_WHAT THE EXERCISE ASKS_
Find and copy each line of the records where the string "주소값이" shows up.

Collection entries:

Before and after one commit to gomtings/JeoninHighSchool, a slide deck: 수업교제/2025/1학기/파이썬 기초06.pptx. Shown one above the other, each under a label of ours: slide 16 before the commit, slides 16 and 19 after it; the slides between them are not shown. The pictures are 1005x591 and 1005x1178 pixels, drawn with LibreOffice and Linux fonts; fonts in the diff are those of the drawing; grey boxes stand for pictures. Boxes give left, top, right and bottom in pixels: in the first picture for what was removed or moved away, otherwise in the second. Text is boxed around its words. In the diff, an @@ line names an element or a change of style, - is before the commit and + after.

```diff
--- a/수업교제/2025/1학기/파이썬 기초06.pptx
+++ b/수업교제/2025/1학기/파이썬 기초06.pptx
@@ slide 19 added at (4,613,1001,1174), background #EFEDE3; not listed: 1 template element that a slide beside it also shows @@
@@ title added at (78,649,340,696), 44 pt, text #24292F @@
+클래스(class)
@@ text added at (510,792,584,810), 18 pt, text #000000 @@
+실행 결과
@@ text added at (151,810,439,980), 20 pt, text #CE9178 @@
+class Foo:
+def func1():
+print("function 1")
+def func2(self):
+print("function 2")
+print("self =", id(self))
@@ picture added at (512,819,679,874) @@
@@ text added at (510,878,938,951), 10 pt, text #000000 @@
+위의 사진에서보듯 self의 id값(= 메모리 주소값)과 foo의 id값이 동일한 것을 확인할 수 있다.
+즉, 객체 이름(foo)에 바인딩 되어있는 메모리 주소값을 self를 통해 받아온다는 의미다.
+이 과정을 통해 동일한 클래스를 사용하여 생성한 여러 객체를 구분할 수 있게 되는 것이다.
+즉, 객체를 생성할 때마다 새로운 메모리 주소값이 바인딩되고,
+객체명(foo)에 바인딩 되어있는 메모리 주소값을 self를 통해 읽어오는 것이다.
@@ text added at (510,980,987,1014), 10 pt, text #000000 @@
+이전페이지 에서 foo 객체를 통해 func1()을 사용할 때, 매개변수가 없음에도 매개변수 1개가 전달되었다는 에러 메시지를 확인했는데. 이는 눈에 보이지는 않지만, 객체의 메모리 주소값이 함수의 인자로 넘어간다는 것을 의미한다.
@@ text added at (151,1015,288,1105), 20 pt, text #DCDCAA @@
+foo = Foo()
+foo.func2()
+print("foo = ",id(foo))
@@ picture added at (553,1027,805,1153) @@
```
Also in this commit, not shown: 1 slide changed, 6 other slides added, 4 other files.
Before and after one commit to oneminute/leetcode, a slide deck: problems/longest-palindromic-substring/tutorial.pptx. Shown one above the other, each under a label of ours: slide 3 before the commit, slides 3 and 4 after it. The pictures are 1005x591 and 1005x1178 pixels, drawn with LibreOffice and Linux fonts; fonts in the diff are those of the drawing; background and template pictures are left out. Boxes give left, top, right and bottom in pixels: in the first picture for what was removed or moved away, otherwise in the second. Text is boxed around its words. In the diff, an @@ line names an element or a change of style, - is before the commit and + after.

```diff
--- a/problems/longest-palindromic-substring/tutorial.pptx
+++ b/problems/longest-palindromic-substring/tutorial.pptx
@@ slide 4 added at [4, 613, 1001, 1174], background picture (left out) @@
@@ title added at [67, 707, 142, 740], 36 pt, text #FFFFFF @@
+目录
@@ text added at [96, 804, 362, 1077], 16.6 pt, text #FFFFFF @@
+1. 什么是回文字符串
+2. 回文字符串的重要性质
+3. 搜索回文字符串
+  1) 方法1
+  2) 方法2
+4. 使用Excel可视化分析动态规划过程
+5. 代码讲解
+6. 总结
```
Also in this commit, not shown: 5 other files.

_SOLUTION TO THIS EXERCISE_
+즉, 객체를 생성할 때마다 새로운 메모리 주소값이 바인딩되고,
+이전페이지 에서 foo 객체를 통해 func1()을 사용할 때, 매개변수가 없음에도 매개변수 1개가 전달되었다는 에러 메시지를 확인했는데. 이는 눈에 보이지는 않지만, 객체의 메모리 주소값이 함수의 인자로 넘어간다는 것을 의미한다.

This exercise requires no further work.